= Aestian Island =

Artificial island in Poland

The Aestian Island (Wyspa Estyjska) is a tentative name of an artificial island in Poland under construction in the Vistula Lagoon as a land fill project, with the infill obtained from the digging of the Vistula Spit canal. The island will cover the area of c. 180–200 ha, in the shape of an ellipse with axes of 1932 and 1192 m. It is expected to become a wild-bird habitat. Its location is in the central part of the lagoon about 2.5 km off the Vistula Spit, approximately opposite the village of Przebrno.

The shape of the island was marked by steel piles in September 2020. The circumference of the island is being made of granite delivered from quarries in Lower Silesia.
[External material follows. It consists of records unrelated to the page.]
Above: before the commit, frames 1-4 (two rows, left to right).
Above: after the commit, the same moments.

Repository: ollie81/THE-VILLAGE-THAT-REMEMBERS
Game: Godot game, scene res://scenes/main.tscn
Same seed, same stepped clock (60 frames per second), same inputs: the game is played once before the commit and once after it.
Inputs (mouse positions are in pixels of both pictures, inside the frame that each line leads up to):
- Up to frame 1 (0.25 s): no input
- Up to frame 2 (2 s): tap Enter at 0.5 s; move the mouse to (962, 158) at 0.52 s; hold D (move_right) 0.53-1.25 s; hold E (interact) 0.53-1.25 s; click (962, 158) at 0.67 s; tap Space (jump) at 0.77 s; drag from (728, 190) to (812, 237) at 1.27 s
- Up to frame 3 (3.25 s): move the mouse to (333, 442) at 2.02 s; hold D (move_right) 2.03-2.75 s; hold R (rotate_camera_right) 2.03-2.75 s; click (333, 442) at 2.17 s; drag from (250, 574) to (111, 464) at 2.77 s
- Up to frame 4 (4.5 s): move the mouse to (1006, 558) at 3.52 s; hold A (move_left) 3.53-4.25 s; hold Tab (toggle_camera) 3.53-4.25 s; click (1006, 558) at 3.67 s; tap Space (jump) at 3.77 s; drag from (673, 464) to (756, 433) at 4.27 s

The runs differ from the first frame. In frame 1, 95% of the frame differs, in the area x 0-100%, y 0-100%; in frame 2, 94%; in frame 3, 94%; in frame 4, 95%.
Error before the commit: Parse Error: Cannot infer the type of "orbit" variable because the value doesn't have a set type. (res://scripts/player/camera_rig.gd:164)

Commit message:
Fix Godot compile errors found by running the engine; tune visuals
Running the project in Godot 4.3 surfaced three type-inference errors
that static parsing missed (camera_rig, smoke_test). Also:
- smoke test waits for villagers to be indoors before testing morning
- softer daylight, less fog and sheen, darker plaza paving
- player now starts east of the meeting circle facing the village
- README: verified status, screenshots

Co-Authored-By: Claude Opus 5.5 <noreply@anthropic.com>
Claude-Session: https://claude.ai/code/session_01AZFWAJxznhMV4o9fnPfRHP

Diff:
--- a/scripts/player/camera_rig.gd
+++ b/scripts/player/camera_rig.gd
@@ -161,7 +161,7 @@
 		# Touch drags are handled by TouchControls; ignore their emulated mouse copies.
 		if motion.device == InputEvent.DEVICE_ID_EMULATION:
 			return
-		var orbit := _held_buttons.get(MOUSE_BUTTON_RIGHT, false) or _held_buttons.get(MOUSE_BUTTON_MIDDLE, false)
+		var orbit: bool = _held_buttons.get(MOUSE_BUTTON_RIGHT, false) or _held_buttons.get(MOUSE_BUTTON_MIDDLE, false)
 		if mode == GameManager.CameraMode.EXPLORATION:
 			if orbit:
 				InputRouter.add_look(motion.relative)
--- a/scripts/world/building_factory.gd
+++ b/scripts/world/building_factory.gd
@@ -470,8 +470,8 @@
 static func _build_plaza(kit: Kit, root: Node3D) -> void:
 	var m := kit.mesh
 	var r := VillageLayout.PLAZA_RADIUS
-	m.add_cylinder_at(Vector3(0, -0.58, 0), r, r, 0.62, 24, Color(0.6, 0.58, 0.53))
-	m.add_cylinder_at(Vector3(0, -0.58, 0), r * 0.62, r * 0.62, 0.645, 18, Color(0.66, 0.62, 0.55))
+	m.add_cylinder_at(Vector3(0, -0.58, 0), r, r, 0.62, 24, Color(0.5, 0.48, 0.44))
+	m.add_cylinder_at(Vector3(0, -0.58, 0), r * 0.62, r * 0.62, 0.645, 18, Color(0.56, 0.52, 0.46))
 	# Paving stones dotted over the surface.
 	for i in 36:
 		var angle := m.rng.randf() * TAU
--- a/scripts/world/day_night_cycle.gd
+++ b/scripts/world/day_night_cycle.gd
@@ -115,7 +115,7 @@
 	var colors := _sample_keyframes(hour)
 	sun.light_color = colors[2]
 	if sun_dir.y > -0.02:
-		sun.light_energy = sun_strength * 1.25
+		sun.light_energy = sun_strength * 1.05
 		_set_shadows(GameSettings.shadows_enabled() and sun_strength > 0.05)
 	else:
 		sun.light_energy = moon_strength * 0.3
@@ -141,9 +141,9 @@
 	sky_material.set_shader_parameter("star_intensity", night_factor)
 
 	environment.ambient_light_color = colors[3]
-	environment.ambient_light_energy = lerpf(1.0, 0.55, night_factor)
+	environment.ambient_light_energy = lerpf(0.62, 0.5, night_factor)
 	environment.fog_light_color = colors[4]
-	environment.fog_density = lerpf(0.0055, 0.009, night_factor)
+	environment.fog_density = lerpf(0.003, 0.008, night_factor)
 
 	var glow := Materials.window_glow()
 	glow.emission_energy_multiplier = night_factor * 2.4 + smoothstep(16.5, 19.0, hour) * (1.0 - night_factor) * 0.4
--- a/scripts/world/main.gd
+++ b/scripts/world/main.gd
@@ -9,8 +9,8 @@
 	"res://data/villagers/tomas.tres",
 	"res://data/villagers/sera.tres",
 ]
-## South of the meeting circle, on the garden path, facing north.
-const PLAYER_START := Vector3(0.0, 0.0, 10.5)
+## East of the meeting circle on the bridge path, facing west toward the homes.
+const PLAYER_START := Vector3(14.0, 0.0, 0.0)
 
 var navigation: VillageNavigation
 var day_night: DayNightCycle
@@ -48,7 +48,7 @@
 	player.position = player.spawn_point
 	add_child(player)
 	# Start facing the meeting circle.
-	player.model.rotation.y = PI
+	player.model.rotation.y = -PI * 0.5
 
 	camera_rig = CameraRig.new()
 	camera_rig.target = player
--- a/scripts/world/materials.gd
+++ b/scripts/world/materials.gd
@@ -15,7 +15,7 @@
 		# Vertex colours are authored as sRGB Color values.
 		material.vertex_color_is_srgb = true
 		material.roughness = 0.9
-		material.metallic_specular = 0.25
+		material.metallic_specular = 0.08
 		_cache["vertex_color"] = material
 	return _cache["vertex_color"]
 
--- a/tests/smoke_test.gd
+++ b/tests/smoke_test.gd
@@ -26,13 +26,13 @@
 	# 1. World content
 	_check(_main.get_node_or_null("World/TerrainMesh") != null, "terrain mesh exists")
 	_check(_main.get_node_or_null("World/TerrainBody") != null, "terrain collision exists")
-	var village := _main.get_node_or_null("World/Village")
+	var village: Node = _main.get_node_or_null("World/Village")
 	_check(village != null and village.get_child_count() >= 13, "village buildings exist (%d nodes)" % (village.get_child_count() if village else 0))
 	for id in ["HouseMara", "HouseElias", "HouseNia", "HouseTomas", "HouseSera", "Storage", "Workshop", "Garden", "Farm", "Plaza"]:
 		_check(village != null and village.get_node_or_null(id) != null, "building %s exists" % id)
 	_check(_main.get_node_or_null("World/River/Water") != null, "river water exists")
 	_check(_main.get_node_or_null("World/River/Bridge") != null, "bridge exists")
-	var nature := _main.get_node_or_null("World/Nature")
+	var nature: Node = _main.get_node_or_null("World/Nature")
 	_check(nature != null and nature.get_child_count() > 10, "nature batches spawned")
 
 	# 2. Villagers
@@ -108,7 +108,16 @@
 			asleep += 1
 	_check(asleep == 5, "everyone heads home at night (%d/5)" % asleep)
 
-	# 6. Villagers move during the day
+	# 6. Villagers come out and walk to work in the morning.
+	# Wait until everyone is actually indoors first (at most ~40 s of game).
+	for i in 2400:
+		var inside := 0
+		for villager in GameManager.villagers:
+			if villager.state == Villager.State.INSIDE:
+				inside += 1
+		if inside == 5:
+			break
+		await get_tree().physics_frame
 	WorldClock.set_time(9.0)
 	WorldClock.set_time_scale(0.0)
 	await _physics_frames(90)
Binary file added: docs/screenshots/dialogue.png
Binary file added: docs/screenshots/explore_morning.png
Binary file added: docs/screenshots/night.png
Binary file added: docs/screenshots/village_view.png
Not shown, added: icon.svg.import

The interior is to be filled with the sand from the Vistula Spit canal and the dredging of the navigable fairway for which the canal is intended.

The name has been selected by a public poll and it is to be formally approved by the Ministry of the Interior and Administration. Other polled suggestions were: Rukwiel (Searocket Island), Wodniczka (Aquatic Warbler Island), Bursztynowa (Amber Island) and Brajan Chlebowski Island. During the pre-contest, some even suggested the name San Escobar. The selected name references the name of the local ancient Aesti tribe, as reflected in the oldest known name of the Vistula Lagoon: Old English Estmere, based on Old Prussian Aīstinmari, which means "Lagoon of the Aesti".